Inhibition of HCN Channels Enhances Oxidative Stress and Autophagy of NRK-52E Cells Under NH(4)Cl Treatment.

The hyperpolarization-activated cyclic nucleotide-gated (HCN) channels in the kidney participate in reabsorbing potassium (K(+)) and ammonium (NH(4)(+)) in the nephron, contributing to the acid-base balance. Acidosis is a metabolic condition of renal tubular acidosis and chronic kidney disease. Acidosis stimulates the production of mitochondrial reactive oxygen species (mROS), activating protective mechanisms dependent on mitochondrial membrane potential (Δψm) such as autophagy. The HCN3 channel is expressed in the plasma membrane, mitochondria (mitoHCN3), and lysosomes (lysoHCN3) of the rat proximal tubule.

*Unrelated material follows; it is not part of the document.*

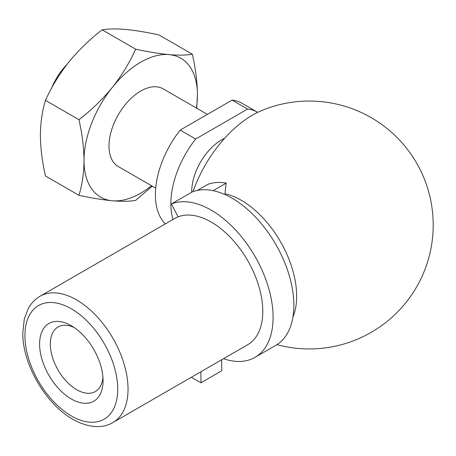 <?xml version="1.0" encoding="UTF-8"?>
<svg xmlns="http://www.w3.org/2000/svg" width="456" height="456" viewBox="0 0 456 456"><rect width="100%" height="100%" fill="white"/><g stroke="black" fill="none" stroke-linecap="round" stroke-linejoin="round"><path stroke-width="0.68" d="M197.38 190.414L207.97 184.298A86.366 49.864 60 0 1 226.256 183.084L213.123 190.671M226.256 183.084A120.458 97.818 70.3 0 0 225.013 193.737A78.278 45.195 -120 0 1 296.662 296.183A78.278 45.195 -120 0 1 292.957 317.04M112.934 422.53L247.688 344.73A72.903 42.094 -120 0 0 249.244 263.323A72.903 42.094 -120 0 0 178.096 216.862A72.903 42.094 -120 0 0 174.859 218.407L40.031 296.252C35.072 299.159 31.139 303.274 28.238 308.604L24.293 319.069L22.8 333.262C22.447 363.438 45.201 403.771 72.84 419.281C89.507 428.754 104.019 428.076 112.934 422.53A72.903 42.094 -120 0 0 112.94 338.346A72.903 42.094 -120 0 0 40.031 296.252M103.056 380.68A44.865 25.901 -120 0 0 71.33 325.732A44.865 25.901 -120 0 0 39.604 344.052A44.865 25.901 -120 0 0 71.33 399A44.865 25.901 -120 0 0 103.056 380.68M193.008 191.634A94.495 54.56 -60 0 1 261.995 110.426A123.941 123.941 0 0 1 433.2 224.996A123.941 123.941 0 0 1 276.929 344.645M191.702 192.232A42.317 24.436 -60 0 1 224.626 138.288M173.046 219.456A71.786 41.445 -60 0 1 195.67 139.017L247.579 109.047A71.786 41.445 -60 0 1 257.515 112.233A71.786 41.445 -60 0 1 257.714 112.353M247.579 109.047L232.11 100.115A71.786 41.445 -60 0 1 242.05 103.301L257.515 112.233M165.357 223.896A71.786 41.445 -60 0 1 180.2 130.085L232.11 100.115M155.707 188.151L118.292 166.548A44.865 25.901 -60 0 1 118.292 114.741A44.865 25.901 -60 0 1 163.157 88.84L207.4 114.382M151.529 185.734A80.193 46.301 -60 0 1 112.37 200.771A80.193 46.301 -60 0 1 84.018 160.432A80.193 46.301 -60 0 1 112.37 87.358A80.193 46.301 -60 0 1 169.079 54.617A80.193 46.301 -60 0 1 197.431 94.956A80.193 46.301 -60 0 1 196.393 108.026M45.463 100.371C51.477 86.982 59.24 74.248 68.753 62.17C78.557 50.223 89.695 39.444 102.172 29.822L135.66 49.162C129.646 62.552 121.883 75.28 112.37 87.358C102.571 99.305 91.428 110.09 78.956 119.706L45.463 100.371C42.237 110.745 40.55 122.373 40.396 135.25C40.527 148.126 42.214 161.703 45.463 175.976L78.956 195.316C91.456 198.012 102.594 199.831 112.37 200.771C121.906 201.558 129.664 201.427 135.66 200.378L152.247 186.151M102.172 29.822C108.18 28.779 115.944 28.648 125.457 29.435C135.261 30.375 146.399 32.194 158.876 34.89L192.369 54.224C186.356 55.273 178.592 55.404 169.079 54.617C159.275 53.677 148.137 51.859 135.66 49.162M78.956 195.316C82.205 184.794 83.893 173.166 84.018 160.432C83.87 147.385 82.183 133.807 78.956 119.706M51.619 88.088A44.865 25.901 -60 0 1 66.958 64.444M196.724 108.22L197.431 94.956C197.283 81.903 195.595 68.332 192.369 54.224M195.67 139.017L180.2 130.085M74.134 327.499A37.278 21.523 -120 0 0 58.054 326.986A37.278 21.523 -120 0 0 58.054 370.027A37.278 21.523 -120 0 0 95.332 391.55A37.278 21.523 -120 0 0 102.931 377.368M191.343 377.26L200.925 382.789L221.701 370.791L221.701 359.733M200.925 382.789L200.925 371.731M223.503 358.69A87.489 50.513 -120 0 0 254.978 357.361A87.489 50.513 -120 0 0 256.842 259.669A87.489 50.513 -120 0 0 171.467 203.912L178.096 216.862M171.467 203.912L192.25 191.919A87.489 50.513 -120 0 1 277.624 247.671A87.489 50.513 -120 0 1 275.755 345.363L254.978 357.361M71.33 415.94A65.613 37.882 -120 0 0 111.509 358.775A65.613 37.882 -120 0 0 31.15 312.383A65.613 37.882 -120 0 0 71.33 415.94"/></g></svg>
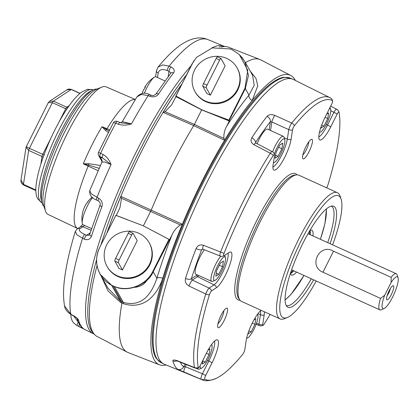 <?xml version="1.0" encoding="UTF-8"?>
<svg xmlns="http://www.w3.org/2000/svg" width="419" height="419" viewBox="0 0 419 419"><rect width="100%" height="100%" fill="white"/><g stroke="black" fill="none" stroke-linecap="round" stroke-linejoin="round"><path stroke-width="0.63" d="M133.268 287.361C140.203 287.308 145.136 284.281 148.075 278.279M241.47 56.795L244.827 61.546L248.472 75.43L245.33 88.598A4.761 0.78 -153.3 0 0 244.974 88.189L247.765 70.266L239.338 54.575L231.827 49.536L230.392 48.976L212.271 47.881L196.537 57.345L191.918 64.102A4.761 0.78 -153.3 0 0 191.897 64.133A4.761 0.78 -153.3 0 0 191.886 64.17M201.581 109.678L175.802 96.559L201.691 109.872L228.921 120.101L229.313 120.991L201.691 109.872L194.385 124.406L223.935 138.432C223.605 134.122 224.542 130.01 226.742 126.103A163.625 38.197 -65.6 0 1 248.996 95.113L254.213 85.287L252.557 75.279M201.476 109.621L175.865 96.019L175.771 96.49L191.918 64.102M240.035 55.25L244.832 61.546L252.641 75.425M244.974 88.189L228.921 120.101M250.18 71.052L255.967 78.374L257.8 85.754L252.17 100.497A158.869 37.087 114.4 0 0 224.542 140.239L193.725 125.606A160.687 37.511 114.4 0 0 151.212 210.123L182.286 224.254A158.869 37.087 114.4 0 0 162.729 278.326C156.942 295.353 144.021 310.165 123.359 303.696L121.924 303.131L121.898 301.811L112.947 285.905L114.387 286.47C128.376 292.294 146.31 285.109 152.862 271.339A4.761 0.78 26.7 0 1 153.218 271.748C147.881 284.962 127.109 292.85 114.392 286.486L113.062 285.952M169.26 239.521L143.193 225.762L115.854 215.34L99.801 247.252C92.604 260.791 98.077 278.535 111.585 285.198L100.162 274.277L107.971 288.152L120.541 301.114L123.338 302.382C142.444 307.656 151.83 293.258 156.884 278.263A163.625 38.197 -65.6 0 1 172.094 234.76C173.895 230.696 176.666 227.433 180.4 224.982L150.615 211.427L143.361 225.851M172.094 234.76L153.218 271.748L156.884 278.263A4.761 2.294 16.8 0 1 162.729 278.326M112.947 285.905L111.585 285.198L120.541 301.114A4.761 1.22 -62.7 0 1 120.567 302.429L108.034 290.922L101.304 276.31M155.37 232.157L169.376 239.616L168.909 239.422L152.862 271.339M120.567 302.429L121.924 303.131A160.687 37.511 114.4 0 0 127.077 352.091A160.687 37.511 114.4 0 0 127.942 352.484L159.424 364.776A158.869 37.087 114.4 0 0 166.196 364.98M295.353 80.438A158.869 37.087 114.4 0 0 295.076 79.924A158.869 37.087 114.4 0 0 290.744 75.478A158.869 37.087 114.4 0 0 190.891 204.603A158.869 37.087 114.4 0 0 159.424 364.776M290.744 75.478L260.765 59.87A160.687 37.511 114.4 0 0 259.906 59.482A160.687 37.511 114.4 0 0 245.461 62.672M259.906 59.482L228.418 47.185A158.869 37.087 114.4 0 0 221.483 47.028M181.893 84.02A158.869 37.087 114.4 0 0 106.861 233.205M97.035 265.541A158.869 37.087 114.4 0 0 92.767 332.037A158.869 37.087 114.4 0 0 97.098 336.483L127.077 352.091M229.313 120.991L226.742 126.103M121.552 198.271L120.902 196.391L151.212 210.123L150.615 211.427L121.552 198.271L119.934 207.777L116.231 215.424M175.917 96.758L171.659 104.844L165.081 111.721L194.385 124.406L193.725 125.606L163.159 112.376L165.081 111.721M252.17 100.497A4.761 3.499 39.5 0 1 248.996 95.113L245.33 88.598L229.172 120.73M224.542 140.239L223.935 138.432M182.286 224.254L180.4 224.982M168.197 76.572L169.004 71.319L167.212 70.533A3.174 0.864 -66.2 0 1 169.129 66.129A157.282 36.715 114.4 0 1 207.777 39.548C199.894 36.181 190.713 38.077 180.233 45.236C173.105 50.364 165.709 57.665 158.042 67.134L162.651 64.908L169.129 66.129L170.921 66.914C174.121 68.601 175.016 70.591 173.607 72.88A157.57 36.783 114.4 0 0 158.586 94.034A3.174 1.713 -146.8 0 0 155.863 94.196L170.732 73.257A3.174 2.21 37.9 0 1 173.607 72.88M72.754 315.392L70.984 314.501C67.071 311.966 64.929 309.112 64.552 305.949L70.863 314.271L72.628 315.167C75.98 317.026 77.971 318.702 78.599 320.2A157.57 36.783 114.4 0 0 80.527 325.081A157.57 36.783 114.4 0 0 83.229 328.423A3.174 3.08 129.8 0 1 82.648 328.046L82.648 328.046C80.003 325.741 78.149 322.52 77.075 318.382L77.201 318.707C76.981 318.121 75.499 317.015 72.754 315.392L72.754 315.392A3.174 0.707 -63.2 0 1 72.628 315.167M100.131 205.163A3.174 0.759 21 0 0 99.979 205.3A3.174 0.759 21 0 0 101.864 206.808A157.57 36.783 114.4 0 0 91.473 236.185C90.137 239.364 87.739 240.365 84.271 239.191L76.855 234.787L75.32 231.372C69.386 250.798 65.663 267.751 64.165 282.217C63.206 291.189 63.337 299.098 64.552 305.949M158.586 94.034C156.512 96.663 153.653 97.438 150.018 96.349L148.195 95.611L141.355 94.432L136.908 96.889L122.29 121.657L131.519 123.872C127.062 125.391 122.678 125.522 118.362 124.27L115.749 123.212A3.174 0.848 -151.8 0 0 113.34 122.84L98.46 152.422L103.163 154.491C106.918 156.858 109.548 160.215 111.051 164.567L104.808 162.017L101.958 162.074L89.729 190.65L91.248 193.751L98.732 198.318C101.901 200.324 102.943 203.152 101.864 206.808M136.908 96.889L136.903 96.889C140.784 92.955 144.943 92.154 149.389 94.474A3.174 0.796 -67.8 0 0 148.195 95.611A157.282 36.715 114.4 0 0 131.519 123.872L121.819 122.982L119.939 122.463A3.174 0.817 112.1 0 0 118.362 124.27M108.285 132.462L105.337 130.283L101.995 126.695L109.652 129.822M98.093 170.695L83.323 163.824L88.545 163.677L100.413 165.479M94.186 334.105L93.914 333.995A157.911 36.862 -65.6 0 1 93.348 333.739A157.911 36.862 -65.6 0 1 88.907 329.245A157.911 36.862 -65.6 0 1 110.967 208.976A157.911 36.862 -65.6 0 1 191.038 65.835M211.658 48.044A157.911 36.862 -65.6 0 1 223.887 46.174A157.911 36.862 -65.6 0 1 224.448 46.425L224.715 46.561M73.529 315.811L78.243 322.091A3.174 0.812 -63.5 0 0 77.316 325.736A157.282 36.715 114.4 0 0 77.761 325.977L83.229 328.423M99.13 168.349L88.577 165.112A3.174 0.78 -63.6 0 1 88.152 166.207A70.67 16.498 -65.6 0 0 77.725 228.554L48.169 214.491A70.083 16.362 -65.6 0 1 45.498 211.029A70.083 16.362 -65.6 0 1 62.3 143.942A70.083 16.362 -65.6 0 1 101.744 87.131A70.083 16.362 -65.6 0 1 106.101 86.859L135.279 99.481M91.473 236.185A3.174 1.367 -162.2 0 1 89.734 234.252L99.979 205.3C100.665 203.671 100.125 202.209 98.36 200.916L96.6 200.052A3.174 0.833 -63.8 0 1 96.972 197.454A157.282 36.715 114.4 0 1 111.051 164.567L102.351 157.764L99.827 156.523L100.623 157.932L102.351 157.764A3.174 0.854 -63.9 0 1 103.163 154.491M167.212 70.533C162.19 68.706 159.178 69.549 158.178 73.068A3.174 2.373 -171.3 0 1 156.533 70.581L158.042 67.134M77.169 318.655A3.174 2.97 -15.2 0 0 78.599 320.2M79.071 326.611A3.174 0.812 -63.5 0 1 79.427 324.165M170.921 66.914A3.174 0.864 -66.2 0 0 169.004 71.319L170.69 72.833M150.018 96.349A3.174 0.796 -67.8 0 1 151.212 95.218L149.389 94.474M89.734 234.252L89.038 235.221L86.539 235.279L90.174 232.891M98.36 200.916A3.174 0.833 -63.8 0 1 98.732 198.318M84.271 239.191A3.174 0.869 -65.8 0 1 86.539 235.279L84.758 234.478C80.003 232.136 78.374 230.225 79.877 228.753A3.174 2.896 56.7 0 0 77.185 228.942L75.32 231.377M88.545 163.677A3.174 1.372 -87.3 0 0 88.577 165.112L83.323 163.824A70.575 16.477 -65.6 0 1 101.995 126.695L109.04 130.995M113.34 122.84A3.174 3.174 0 0 1 117.325 121.4A3.174 0.817 112.1 0 0 115.749 123.212A156.769 36.594 114.4 0 0 100.639 153.249A3.174 0.854 -63.9 0 0 99.827 156.523A3.174 3.043 150.6 0 1 98.565 155.329L99.361 156.737A3.174 3.043 150.6 0 0 100.623 157.932L100.963 158.88A3.174 3.043 150.6 0 1 101.985 159.938L101.958 162.074M135.217 99.581A70.67 16.498 -65.6 0 0 106.986 128.753A3.174 0.744 -67.7 0 1 106.452 129.576A3.174 1.676 130.8 0 0 105.337 130.283M101.744 87.131L96.663 89.21A65.972 15.403 114.4 0 0 59.535 142.685A65.972 15.403 114.4 0 0 43.723 205.844L45.498 211.029M327.721 242.632A54.554 12.738 114.4 0 0 332.896 207.719A54.554 12.738 114.4 0 0 331.298 206.138M286.198 305.488A54.554 12.738 114.4 0 0 311.312 278.771M227.355 308.494A10.711 2.498 114.4 0 0 226.354 308.222A10.711 2.498 114.4 0 0 220.326 316.905A10.711 2.498 114.4 0 0 217.76 327.16A10.711 2.498 114.4 0 0 223.929 320.944A10.711 2.498 114.4 0 0 227.355 308.494M312.26 139.679A10.711 2.498 114.4 0 0 311.259 139.401A10.711 2.498 114.4 0 0 305.231 148.085A10.711 2.498 114.4 0 0 302.665 158.34A10.711 2.498 114.4 0 0 308.834 152.128A10.711 2.498 114.4 0 0 312.26 139.679M326.621 187.806A3.148 0.733 114.4 0 0 327.899 184.999A153.254 35.777 114.4 0 0 339.05 112.234A3.148 0.733 114.4 0 0 339.034 112.182A3.148 0.733 114.4 0 0 337.159 114.078L330.743 126.837A19.766 4.614 -65.6 0 1 318.974 138.72A19.766 4.614 -65.6 0 1 325.212 117.011L331.633 104.252A3.148 0.733 114.4 0 0 332.623 100.79A3.148 0.733 114.4 0 0 332.503 100.607A153.254 35.777 114.4 0 0 294.478 125.611A3.148 0.733 114.4 0 0 292.52 129.974L291.064 139.469A19.766 4.614 -65.6 0 1 282.008 162.163A19.766 4.614 -65.6 0 1 273.088 168.899A19.766 4.614 -65.6 0 1 273.125 164.73L274.581 155.229A3.148 0.733 114.4 0 0 274.586 154.569A3.148 0.733 114.4 0 0 273.246 155.507A153.254 35.777 114.4 0 0 224.071 253.275A3.148 0.733 114.4 0 0 223.919 255.841A3.148 0.733 114.4 0 0 223.997 255.794L228.963 252.531A19.766 4.614 -65.6 0 1 229.476 252.238A19.766 4.614 -65.6 0 1 229.282 266.311A19.766 4.614 -65.6 0 1 216.555 287.617L211.59 290.88A3.148 0.733 114.4 0 0 209.385 294.803A153.254 35.777 114.4 0 0 198.239 367.563A3.148 0.733 114.4 0 0 198.616 367.782A3.148 0.733 114.4 0 0 200.125 365.724L206.541 352.96A19.766 4.614 -65.6 0 1 216.026 340.039A19.766 4.614 -65.6 0 1 212.072 362.786L205.656 375.544A3.148 0.733 114.4 0 0 204.781 379.19A153.254 35.777 114.4 0 0 216.56 378.2A153.254 35.777 114.4 0 0 242.811 354.186A3.148 0.733 114.4 0 0 244.769 349.823L246.225 340.328A19.766 4.614 -65.6 0 1 261.152 310.327M264.347 311.778A19.766 4.614 -65.6 0 1 264.164 315.072L262.708 324.568A3.148 0.733 114.4 0 0 263.064 325.395A3.148 0.733 114.4 0 0 264.043 324.29A153.254 35.777 114.4 0 0 270.129 314.402M316.209 280.997A66.935 15.623 -65.6 0 1 287.382 317.471A66.935 15.623 -65.6 0 1 301.46 240.118A66.935 15.623 -65.6 0 1 341.097 199.14A66.935 15.623 -65.6 0 1 332.613 244.853M330.025 243.68A55.418 12.937 114.4 0 0 335.389 207.913A55.418 12.937 114.4 0 0 332.613 206.017A55.418 12.937 114.4 0 0 299.04 251.41A55.418 12.937 114.4 0 0 286.973 306.561A55.418 12.937 114.4 0 0 313.622 279.819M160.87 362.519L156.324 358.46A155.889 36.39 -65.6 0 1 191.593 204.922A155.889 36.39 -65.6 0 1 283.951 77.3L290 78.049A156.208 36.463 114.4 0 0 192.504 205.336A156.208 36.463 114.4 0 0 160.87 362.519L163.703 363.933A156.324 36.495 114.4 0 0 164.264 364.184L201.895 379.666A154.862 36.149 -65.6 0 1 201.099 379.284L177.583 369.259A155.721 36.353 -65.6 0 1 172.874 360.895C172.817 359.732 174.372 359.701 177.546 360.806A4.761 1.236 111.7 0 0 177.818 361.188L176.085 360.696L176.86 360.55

In this work we aimed to investigate the role of HCN3 in autophagy, mROS production, and Δψm in cultured rat proximal tubule cells (NRK-52E) exposed to ammonium chloride (NH(4)Cl). NH(4)Cl arrested autophagic flux and produced extracellular acidosis and, under this condition, mitoHCN3 and lysoHCN3 were up-regulated. NH(4)Cl or/and ZD7288, a specific blocker of HCN channels, enhanced mROS. ZD7288 in NH(4)Cl conditions at 24 h stimulated autophagy by reducing Beclin1, LC3BII, p62, and Parkin in an mROS- or Δψm independent pathway. Therefore, ZD7288 reverted NH(4)Cl inhibited autophagy through lysoHCN3 inhibition. Oxidative stress induced by H(2)O(2) up-regulated mitoHCN3 expression, while Tiron had the opposite effect. In conclusion, inhibition of mito- and lysoHCN3 channels by ZD7288 can protect against mitochondrial oxidative stress and stimulate the lysosome-autophagy pathway in response to NH(4)Cl treatment.